For $0\leq \theta \leq \pi$ (our bounds of integration), $e^{-mR\sin{\theta}} \leq 1$, and $|e^{imR\cos{\theta}}| = 1$ provided $m \geq 0$. Therefore an upper bound on our integral is:

\begin{aligned} \int_{EA} \leq i \int_0^{\pi} \dfrac{d\theta}{R^8 e^{8i\theta}+a^8} \end{aligned}

The magnitude of that denominator is:

\begin{aligned} |R^8e^{8i\theta} + a^8| &= \sqrt{(R^8 \cos{8\theta}+a^8)^2 + R^{16} \sin^2{8\theta}} \\ &= \sqrt{R^{16} + a^{16} + 2R^8a^8 \cos{8\theta}} \\ &\geq \sqrt{R^{16}+a^{16} - 2R^8a^8} \\ &= |R^8-a^8| \\ \therefore \int_{EA} &\leq i\int_0^{\pi} \dfrac{d\theta}{|R^8-a^8|} \\ &= \dfrac{\pi i}{|R^8-a^8|}. \end{aligned}

As $R\rightarrow \infty$, it is obvious therefore that $\displaystyle \int_{EA} \rightarrow 0$.

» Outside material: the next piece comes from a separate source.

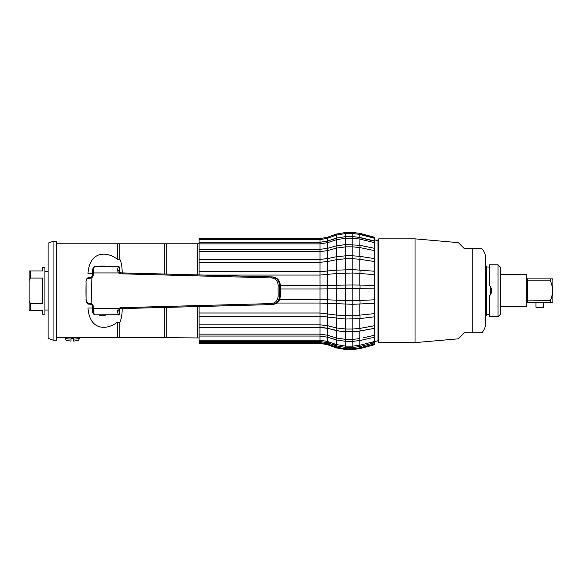 <?xml version="1.0" encoding="UTF-8"?>
<svg xmlns="http://www.w3.org/2000/svg" width="582" height="582" viewBox="0 0 582 582"><rect width="100%" height="100%" fill="white"/><g stroke="black" fill="none" stroke-linecap="round" stroke-linejoin="round"><path stroke-width="0.87" d="M336.389 238.067L336.389 235.113L345.686 233.484L352.816 233.484L359.851 234.4L360.04 233.397L352.816 232.458L352.816 238.22L359.851 239.071L374.51 242.672L374.655 241.064L359.996 237.463L359.851 245.284M363.153 346.959L374.502 343.918L374.51 337.204M374.51 335.268L374.51 328.357A2.474 0.466 79.6 0 1 374.502 328.343L359.851 331.027A2.474 0.466 79.6 0 1 359.843 331.027L359.851 338.6L352.816 339.393L345.686 339.393L336.389 337.989L327.608 335.261L319.998 334.112L199.088 334.112L199.088 306.532M199.088 238.576L319.998 238.576L199.088 238.576L199.088 242.265L319.998 242.265L319.998 243.887L327.608 242.658L336.396 239.726L345.686 238.22L352.816 238.22L352.816 246.848L359.851 247.568L374.51 250.616L374.51 258.604L359.851 256.342L352.816 255.804L352.816 258.735L359.851 259.266L374.51 261.536L374.51 271.241L352.816 269.619L352.816 272.987L374.51 274.617L374.51 285.318L352.816 284.991L352.816 288.563L374.51 288.898L374.51 299.803L352.816 300.792L352.816 304.299L374.51 303.309L374.51 313.611L352.816 315.844L352.816 331.66L359.851 331.027A2.474 0.466 79.6 0 0 359.843 328.408L374.51 325.724L374.51 316.797L359.851 318.601L359.851 328.408L352.816 329.041L345.686 329.041L336.389 327.921L327.608 325.738L319.998 324.821L199.088 324.821M374.51 248.332L374.51 242.679M374.51 241.035L374.51 237.812L374.51 238.3L359.851 234.4L359.851 237.427M374.539 341.634L377.973 340.768M374.51 239.835L377.973 240.708M359.851 346.581L359.851 347.847L374.51 343.947L374.51 342.798M359.952 233.942L374.444 237.791M374.699 237.289L360.04 233.397L374.699 237.289L374.502 238.3M334.032 327.339L336.389 327.921L336.389 318.274A2.474 0.749 99.5 0 1 336.396 315.095L336.389 303.964A2.474 0.829 94.2 0 1 336.396 300.458L336.389 288.672A2.474 0.844 88.6 0 1 336.396 285.1L336.389 273.54A2.474 0.793 83.1 0 1 336.396 270.164L336.389 259.681A2.474 0.691 78.1 0 1 336.396 256.749L327.608 258.597L319.998 259.368L319.998 262.3L327.608 261.522L336.396 259.674L345.686 258.735L352.816 258.735L352.816 269.619L336.389 270.164L319.998 271.685L319.998 275.06L336.396 273.54L352.816 272.987L352.816 284.991L319.998 285.406L319.998 288.992L352.816 288.563L352.816 300.792L319.998 299.534L319.998 303.047L352.816 304.299L352.816 315.844L336.389 315.095L319.998 313L319.998 316.186L345.686 319.031L359.851 318.601A2.474 0.567 83 0 0 359.843 315.422L359.851 304.11A2.474 0.626 86.9 0 0 359.843 300.603L359.851 288.628A2.474 0.64 91 0 0 359.843 285.056L359.851 273.3A2.474 0.604 95.1 0 0 359.843 269.924L359.851 259.266A2.474 0.524 98.8 0 0 359.843 256.342L359.851 247.568L360.389 247.677M374.51 341.481L359.851 345.25L352.816 346.137L345.686 346.137L336.389 344.559L327.608 341.481L319.998 340.186L199.088 340.186L199.088 336.061L319.998 336.061L319.998 327.44L199.088 327.44M360.083 347.781L352.816 348.771L345.686 348.771L336.389 347.134L327.608 343.933L319.998 342.594L199.088 342.594L199.088 341.503L319.998 341.503L319.998 336.061L327.462 337.189L336.25 339.917A2.474 0.436 107.3 0 1 336.396 337.997L334.032 337.262M359.843 338.6L359.952 340.535L374.619 337.182L374.502 335.247L363.023 337.873M374.502 325.724A2.474 0.466 79.6 0 1 374.51 328.343L357.872 331.333M374.502 313.611A2.474 0.567 83 0 1 374.502 316.797M374.502 299.803A2.474 0.626 86.9 0 1 374.502 303.309M374.502 285.318A2.474 0.64 91 0 1 374.502 288.898L374.51 288.883M374.502 271.241A2.474 0.604 95.1 0 1 374.502 274.617L374.51 274.602M374.502 258.604A2.474 0.524 98.8 0 1 374.502 261.536L374.51 261.514M374.502 248.354A2.474 0.4 101.7 0 1 374.568 248.339A2.474 0.4 101.7 0 1 374.502 250.616L374.51 250.595M374.502 343.918L374.706 344.66L360.04 348.589L359.843 347.847M374.131 342.529L372.32 342.994M359.851 340.565L359.851 345.242L363.153 344.391M373.702 328.495L367.984 329.536M359.96 245.328L373.251 248.092M360.389 239.202L359.851 239.071M359.851 237.645L374.51 241.246M360.389 234.546L359.851 234.4M359.952 340.535L352.816 341.343L352.816 331.66L345.686 331.66L345.686 255.804L352.816 255.804L352.816 246.848L345.686 246.848L345.686 255.804L336.389 256.757L336.389 248.121L345.686 246.848L345.686 244.571L359.909 245.291A2.474 0.4 101.7 0 1 359.843 247.568M199.088 316.186L319.998 316.186L319.998 327.44L327.586 328.35L340.608 331.333L345.686 331.66L345.686 349.542L352.816 349.542L360.04 348.589M327.615 237.791L328.379 237.514M333.901 235.521L336.265 234.67M335.552 235.412L333.864 236.023M328.364 238.009L327.615 238.278L327.36 237.296L336.141 234.124L336.396 235.106L327.608 238.278L327.608 240.999M336.396 245.859A2.474 0.531 74.2 0 0 336.309 245.851L345.686 244.571L345.686 232.458L336.141 234.124L327.36 237.296L319.998 238.576L319.998 239.609L199.088 239.609M199.088 242.265L199.088 243.887L319.998 243.887L319.998 251.642L199.088 251.642L199.088 243.887M199.088 249.38L319.998 249.38M327.608 258.597L327.608 250.602L336.396 248.121L327.608 250.602L319.998 251.642L319.998 259.368L199.088 259.368L199.088 251.642M199.088 259.368L199.088 262.3L319.998 262.3L319.998 271.685L199.088 271.685L199.088 262.3M199.088 271.685L199.088 274.944M280.349 285.406L319.998 285.406L319.998 275.06L203.518 275.06M279.644 299.534L319.998 299.534L319.998 288.992L280.313 288.992M199.088 313L319.998 313L319.998 303.047L276.843 303.047M199.088 334.112L199.088 336.061M199.088 340.186L199.088 341.503M328.139 242.483L327.615 242.658L327.419 241.064L319.998 242.265L319.998 239.609L327.608 238.278M327.608 342.834L327.608 343.933L336.396 347.134L336.134 347.861L345.686 349.542M199.088 342.594L199.088 343.365L319.998 343.365L319.998 341.503L327.382 342.754L336.163 345.839L336.396 344.559L334.032 343.729M164.248 307.456L164.248 337.684L199.088 337.946M197.604 274.908L197.604 243.793L199.088 243.531M197.604 337.684L197.604 306.568M166.721 274.086L166.721 243.793L197.604 243.793M166.721 337.684L166.721 307.391M164.248 274.02L164.248 243.793L56.774 243.793M166.721 243.793L164.248 243.793M56.774 337.684L117.309 337.684L117.309 322.202C108.405 329.579 89.824 332.038 87.977 308.031L92.276 308.031M92.276 273.445L87.977 273.445C89.824 249.438 108.405 251.897 117.309 259.274L117.309 243.793M56.774 299.315L56.774 340.15L53.064 340.15L53.064 241.319L56.774 241.319L56.774 299.315M53.064 241.319L48.124 243.123L48.124 338.353L53.064 340.15M48.124 310.01L44.916 310.01M48.124 271.467L44.916 271.467M30.337 278.08L42.442 278.08L42.442 303.397L30.337 303.397L30.337 310.504L42.442 310.504L42.442 314.207L44.916 314.207L44.916 267.269L42.442 267.269L42.442 270.972L30.337 270.972L30.337 278.08L29.1 280.553L29.1 270.972L30.337 270.972M29.1 280.553L29.1 300.923L30.337 303.397M30.337 310.504L29.1 310.504L29.1 300.923M29.1 273.94L29.1 307.536L29.1 273.94M70.982 341.117C64.82 340.055 66.748 341.256 64.929 337.822L64.929 337.684M79.749 337.822C77.952 341.256 79.799 340.063 73.696 341.117L73.696 339.088A7.413 1.288 0 0 0 79.749 337.822L79.749 337.684M64.929 337.822A7.413 1.288 0 0 0 70.982 339.088L70.982 341.081M70.982 339.088L70.982 338.6A7.413 1.288 0 0 0 73.696 338.6L73.696 339.43M73.696 339.088L73.696 338.6M117.309 259.274L119.776 259.194L119.776 243.793M119.776 259.194C121.347 262.126 122.162 266.876 122.235 273.445M122.235 308.031C122.162 314.593 121.347 319.343 119.776 322.283L117.309 322.202M164.248 337.684L119.776 337.684L119.776 322.283M145.798 337.684L138.181 337.684M117.309 337.684L119.776 337.684M105.502 314.826L105.138 315.444L99.82 315.444L99.464 314.826M99.464 266.651L99.82 266.032L105.138 266.032L105.502 266.651M323.723 327.659L327.601 328.357L327.608 335.261M336.17 345.446L332.271 344.078M328.364 342.711L327.615 342.449M327.382 342.754L327.615 341.481L328.146 341.67M336.156 339.779L332.271 338.571M327.462 337.189A2.474 0.436 107.3 0 1 327.615 335.261L328.146 335.428M336.396 327.928A2.474 0.618 104 0 0 336.389 330.54L327.608 328.357A2.474 0.618 104 0 0 327.615 328.357M336.389 337.989L336.389 330.54A2.474 0.618 104 0 0 336.396 330.54L327.601 328.357A2.474 0.618 104 0 1 327.615 325.738L328.139 325.869M327.615 250.602A2.474 0.531 74.2 0 1 327.528 248.332A2.474 0.531 74.2 0 1 327.615 248.339L328.379 248.121M332.271 247.023L336.236 245.902M359.996 237.463L352.816 236.598L345.686 236.598L336.2 238.133L336.396 239.719L334.032 240.512M327.615 241.224L328.379 240.977M333.37 239.304L336.134 238.38M378.715 342.623L378.715 238.853L377.973 239.595L377.973 341.881L378.715 342.623L415.031 342.623L415.031 238.853L458.354 242.643L464.451 248.732L458.354 242.643M378.715 238.853L415.031 238.853M472.162 332.744L464.451 332.744L458.354 338.833L464.451 332.744L481.918 332.744L472.162 332.744L472.162 248.732L464.451 248.732L481.918 248.732A14.826 14.826 0 0 1 485.694 258.619L485.694 322.857A14.826 14.826 0 0 1 481.918 332.744M415.031 342.623L458.354 338.833M485.694 322.857L485.694 258.619M485.941 315.444L485.941 266.032L486.683 266.032L486.683 315.444L485.941 315.444M486.683 267.022L489.156 267.022M486.683 314.455L489.156 314.455M490.517 286.831L490.517 294.645M489.942 286.038L489.651 285.697C492.277 289.058 492.277 292.419 489.651 295.78L489.942 295.438M490.801 294.136L490.982 293.757M489.651 316.681L489.651 295.78L489.156 296.26L489.651 295.78L489.156 296.26L489.156 316.186L489.651 316.681L498.047 316.681L500.52 314.207L500.52 267.269L498.047 264.795L498.047 316.681M491.179 293.277L491.31 292.877M491.55 289.69L491.492 289.327M491.31 288.599L491.172 288.192M490.982 287.719L490.801 287.341M489.156 285.216L489.156 265.29L489.651 264.795L498.047 264.795M500.52 306.794L526.215 306.794L526.383 303.178L526.215 274.675L500.52 274.675M552.493 278.916L550.405 278.916L552.493 278.916L552.9 279.622L552.9 301.854L552.493 302.56L550.405 302.56L552.493 302.56M550.739 299.737L550.405 300.668C553.198 294.048 553.198 287.428 550.405 280.8L550.405 278.916L527.452 278.916L527.452 280.8L526.383 280.582M526.383 300.894L550.405 300.668L550.405 302.56L527.452 302.56L526.383 303.178M526.383 278.298L527.452 278.916M550.405 280.8L527.452 280.8L527.452 302.56M543.632 302.56L543.632 307.252L535.978 307.252L535.978 302.56M535.978 307.252L536.473 307.747L543.137 307.747L543.632 307.252M119.761 272.587A0.742 0.655 -160 0 0 119.768 272.412L120.314 272.849L272.267 276.894C277.243 277.483 279.935 280.364 280.335 285.536L280.335 285.536A60.041 10.738 90 0 0 280.335 295.932C279.942 301.098 277.25 303.979 272.267 304.582L120.314 308.627L119.768 309.064A3.216 0.575 90 0 0 119.841 309.224L119.157 308.525M86.085 282.605C85.801 280.451 86.5 279.054 88.188 278.407L91.883 277.818L93.185 275.686A65.475 11.705 -90 0 1 93.309 272.943L118.415 272.943L120.569 273.795L271.234 277.89C275.461 278.363 277.767 280.88 278.145 285.442A65.475 11.705 90 0 0 278.145 296.034C277.767 300.588 275.461 303.106 271.234 303.586L120.569 307.682L118.415 308.533L117.542 311.123A8.65 1.55 90 0 0 118.597 314.746L94.801 314.826A8.65 1.55 -90 0 1 93.309 308.533A65.475 11.705 -90 0 1 93.185 305.79L91.883 303.659L88.188 303.069C86.5 302.414 85.801 301.018 86.085 298.872A60.419 10.803 -90 0 1 86.085 282.605L86.078 282.619C85.714 279.935 86.638 278.189 88.85 277.388L90.836 277.185A1.237 0.48 87.1 0 0 90.421 278.181M90.945 277.207A1.237 0.48 87.1 0 0 90.836 277.185L91.49 276.988L91.883 277.818A65.475 11.705 90 0 0 91.883 303.659L91.49 304.488L90.836 304.291A1.237 0.48 -87.1 0 1 90.421 303.287M92.182 275.97L93.185 275.686M119.63 272.085L119.841 267.953L119.441 267.887L119.841 267.953A7.413 1.324 90 0 0 118.939 271.059L119.456 272.361L120.809 272.878L120.569 273.795M120.314 272.849L271.481 276.894C276.472 277.498 279.178 280.378 279.578 285.536A64.238 11.487 90 0 0 279.578 295.932C279.178 301.098 276.472 303.979 271.481 304.582L120.7 308.598L119.456 309.115L118.939 310.417A1.237 0.698 172.9 0 1 117.542 311.123M120.569 307.682L120.809 308.598L119.456 309.115A1.237 0.386 -132 0 1 118.415 308.533L93.309 308.533L92.291 308.256L92.167 305.557L93.185 305.79M119.856 308.787L119.754 308.911A0.742 0.655 160 0 1 119.768 309.064L118.939 310.417A7.413 1.324 90 0 0 119.841 313.523L119.441 313.589L119.841 313.523L119.841 309.224M92.182 305.506L91.49 304.488M90.945 304.27A1.237 0.48 -87.1 0 1 90.836 304.291L88.85 304.088A1.237 0.858 -80.4 0 1 88.188 303.069M119.768 308.875L119.885 313.545C119.106 314.833 118.626 315.262 118.459 314.826L118.459 314.826A1.237 1.018 -91.4 0 1 118.422 314.826M119.157 272.951L119.841 272.252A3.216 0.575 90 0 0 119.768 272.412L118.939 271.059A1.237 0.698 -172.9 0 0 117.542 270.354L118.415 272.943A1.237 0.386 132 0 1 119.456 272.361L120.809 272.878L271.481 276.894L271.234 277.89M92.189 275.868A64.238 11.487 -90 0 1 92.305 273.278L93.309 272.943A8.65 1.55 -90 0 1 94.801 266.651L118.597 266.731A8.65 1.55 90 0 0 117.542 270.354M359.843 245.306A2.474 0.4 101.7 0 1 359.909 245.291L374.568 248.339M336.25 339.917L345.686 341.343L352.816 341.343L352.816 349.542M359.843 345.25L360.018 346.537L352.816 347.454L345.686 347.454L336.163 345.839M336.389 239.726L336.389 245.83M319.998 249.358L327.528 248.332L336.309 245.851A2.474 0.531 74.2 0 0 336.396 248.121M336.389 339.961L336.389 344.559M336.389 345.912L336.389 347.134M327.608 337.233L327.608 341.481M327.608 316.804L327.608 325.738M327.615 313.625A2.474 0.749 99.5 0 0 327.615 316.804M327.608 303.317L327.608 313.618M327.615 299.81A2.474 0.829 94.2 0 0 327.615 303.317M327.608 288.898L327.608 299.81M327.615 285.318A2.474 0.844 88.6 0 0 327.615 288.898M327.608 274.609L327.608 285.318M327.615 271.234A2.474 0.793 83.1 0 0 327.615 274.609M327.608 261.522L327.608 271.234M327.615 258.597A2.474 0.691 78.1 0 0 327.615 261.522M327.608 242.658L327.608 248.31M327.615 343.94L327.353 344.66L336.134 347.861M489.651 264.795L489.651 285.697M272.267 276.894C277.301 277.519 279.993 280.408 280.342 285.551L280.342 295.925L278.145 296.034M280.342 295.925C279.993 301.069 277.301 303.957 272.267 304.582L271.481 304.582L271.234 303.586M272.267 304.582L120.314 308.627M88.188 278.407L88.85 277.388M91.534 277.017L92.167 275.919L92.291 273.22C92.88 266.25 93.833 266.934 94.801 266.651M280.335 285.536L278.145 285.442M94.801 314.826C92.996 314.127 92.16 311.937 92.291 308.256L92.305 308.191A64.238 11.487 -90 0 1 92.189 305.608M89.104 304.08A1.237 0.858 -80.4 0 1 88.85 304.088C87.249 304.473 86.325 302.727 86.078 298.857L86.085 298.872M119.841 313.523A1.237 1.2 127.9 0 1 118.597 314.746M119.841 267.953A1.237 1.2 -127.9 0 0 118.597 266.731M360.018 346.537L374.684 342.754M360.04 233.397L352.816 232.458L345.686 232.458L352.816 232.458M336.389 330.54L340.608 331.333M345.686 232.458L336.141 234.124M327.419 241.064L336.2 238.133M327.353 344.66L319.998 343.365M119.768 272.602L119.885 267.924C119.157 266.658 118.684 266.229 118.459 266.651M86.078 298.857L86.078 282.619"/></g></svg>

# Putting the pieces together

Therefore the sum of our subintegrals (which is equal to our contour integral) is:

\begin{aligned} \oint_C \dfrac{e^{imz}}{z(z^8+a^8)} dz &= \int_{-\infty}^{\infty} \dfrac{e^{imx}}{x(x^8+a^8)} dx -\dfrac{\pi i}{a^8} \end{aligned}

Replacing the left-hand side with what the residue theorem tells us this contour integral equals yields:

\begin{aligned} -\dfrac{\pi i}{2a^8} \left(e^{-amp}\cos{amq} + e^{-amq}\cos{amp}\right) &= \int_{-\infty}^{\infty} \dfrac{e^{imx}}{x(x^8+a^8)} dx -\dfrac{\pi i}{a^8} \\ \therefore \int_{-\infty}^{\infty} \dfrac{e^{imx}}{x(x^8+a^8)} dx &= \dfrac{\pi i}{2a^8} \left(2 - e^{-amp}\cos{amq} - e^{-amq}\cos{amp}\right) \\ \int_{-\infty}^{\infty} \dfrac{\cos{mx}+i\sin{mx}}{x(x^8+a^8)} dx &= \dfrac{\pi i}{2a^8} \left(2 - e^{-amp}\cos{amq} - e^{-amq}\cos{amp}\right) \\ \int_{-\infty}^{\infty} \dfrac{\cos{mx}}{x(x^8+a^8)} dx + i\int_{-\infty}^{\infty} \dfrac{\sin{mx}}{x(x^8+a^8)} dx &= \dfrac{\pi i}{2a^8} \left(2 - e^{-amp}\cos{amq} - e^{-amq}\cos{amp}\right). \end{aligned}

Equating the imaginary part of this expression yields:

\begin{aligned} \int_{-\infty}^{\infty} \dfrac{\sin{mx}}{x(x^8+a^8)} dx &= \dfrac{\pi}{2a^8} \left(2 - e^{-amp}\cos{amq} - e^{-amq}\cos{amp}\right) \\ &= \dfrac{\pi}{2a^8} \left(2 - e^{-am\sin{\dfrac{\pi}{8}}}\cos{\left(am\cos{\dfrac{\pi}{8}}\right)} - e^{-am\cos{\dfrac{\pi}{8}}}\cos{\left(am\sin{\dfrac{\pi}{8}}\right)}\right). \end{aligned}

Which is what we were required to determine.